The present invention relates to the production of an engraved cylinder
for use on machines designed for roller finishing of hides, artificial hides, fabric,
synthetic materials and the like.
As it is known in carrying out the finishing operation in the field
of .the tannery industry, roller-machines are used in particular, more commonly
known as dabbing machines or «roller-coaters», in which the hides are carried by
a lower roll or a rubber mat and pressed against an opposing embossed roller consisting
of an engraved cylinder, which ensures the application to the surface of the hide
of a uniform film of liquid product, previously distributed over the engraved surface
of the said cylinder by means of one or several scrapers.

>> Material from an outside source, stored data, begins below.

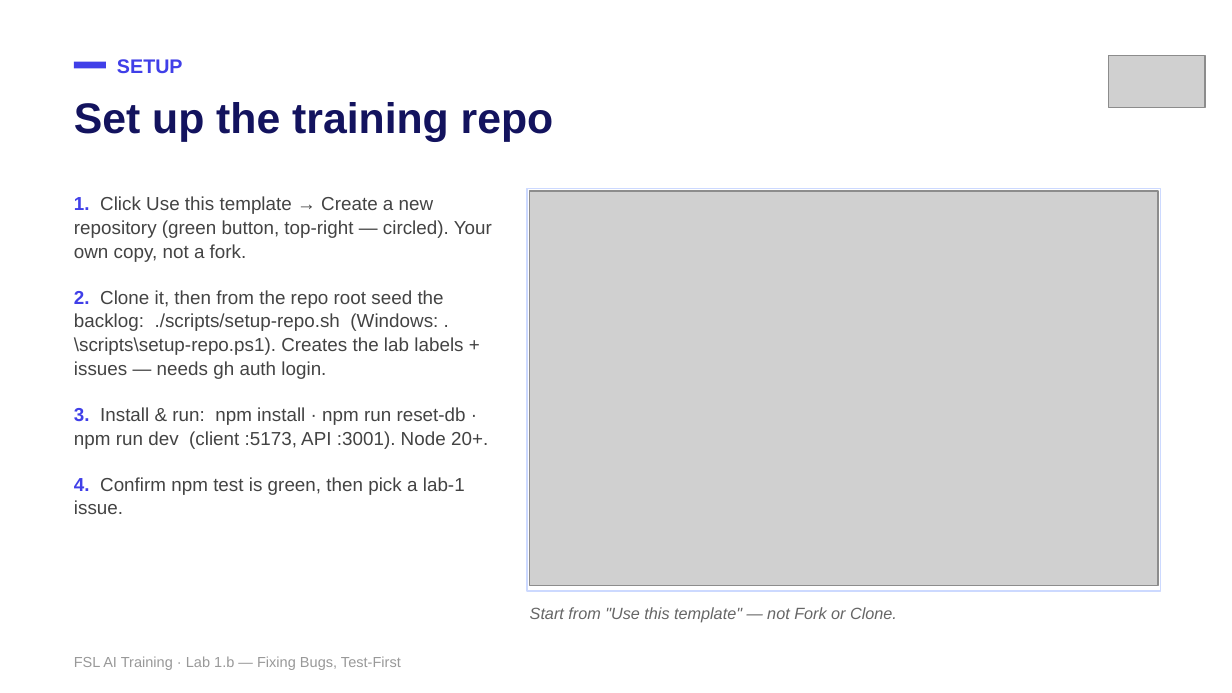
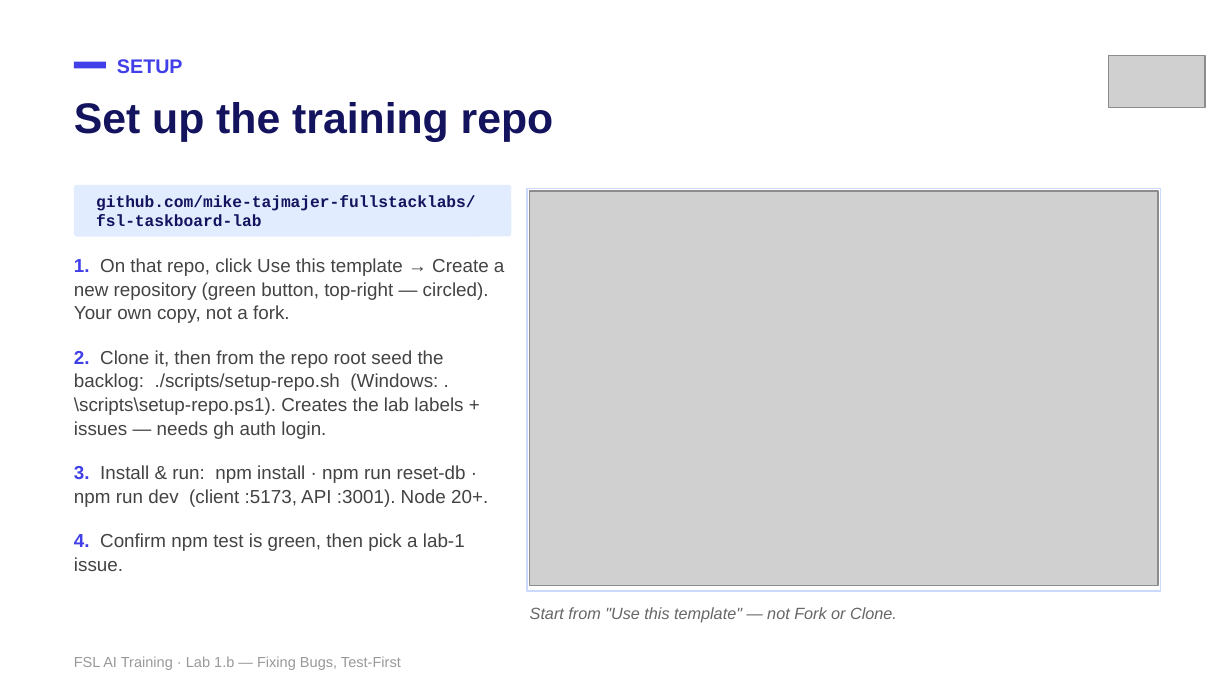
Before and after one commit to mike-tajmajer-fullstacklabs/fsl-taskboard-lab, a slide deck: slide 3 of docs/instructor/lab-1b-bugfix-test-driven.pptx. Drawn at 1232x693 pixels with LibreOffice and Linux fonts; fonts in the diff are those of the drawing; grey boxes stand for pictures. Boxes give left, top, right and bottom in pixels: in the first picture for what was removed or moved away, otherwise in the second. Text is boxed around its words. In the diff, an @@ line names an element or a change of style, - is before the commit and + after.

```diff
--- a/docs/instructor/lab-1b-bugfix-test-driven.pptx
+++ b/docs/instructor/lab-1b-bugfix-test-driven.pptx
@@ rounded rectangle added at (74, 185, 511, 237), fill #E2ECFF @@
@@ text added at (96, 195, 476, 226), 9.5 pt, text #13135E, bold @@
+github.com/mike-tajmajer-fullstacklabs/fsl-taskboard-lab
@@ text at (74, 258, 504, 323): text changed @@
-1. Click Use this template → Create a new repository (green button, top-right — circled). Your own copy, not a fork.
+1. On that repo, click Use this template → Create a new repository (green button, top-right — circled). Your own copy, not a fork.
@@ text "1. On that repo, click ...": place and size @@
-text "1. On that repo, click ..." at (74, 196, 492, 514)
+text "1. On that repo, click ..." at (74, 258, 504, 571)
@@ text at (74, 350, 488, 571): less space between paragraphs @@
```
Also in this commit, not shown: 2 other files.

The engraved cylinder can rotate in "synchro", that is to say in a
manner in accordance with the direction of movement of the hide, or in "reverse",
that is to say in a manner contrary to the aforesaid direction.
The complete success of the hide finishing operation depends on many
factors, among which the regular feeding of the hide into the restricted zone, that
is to say that comprised between the engraved cylinder and the underlying roller
or conveyor mat, and depends above all on an optimum application to the hide of
the liquid impregnation product.
The conveying and application action of the finishing liquid product
is achieved by means of the honeycombs, which form the honeycomb embossed surface
of the engraved cylinder.
The embossing pattern may be of the negative impression type, used
mainly for processing-work in "synchro", where the quantity of product applied to
the hide is dependant on the dimensions of the honeyccmb, or of the positive impression
type, used in the main for processing-work in "reverse", whereby the quantity of
product to be applied to the hide, in addition to the dimensions of the honeycomb,
also depends on the speed of rotation of the engraved cylinder.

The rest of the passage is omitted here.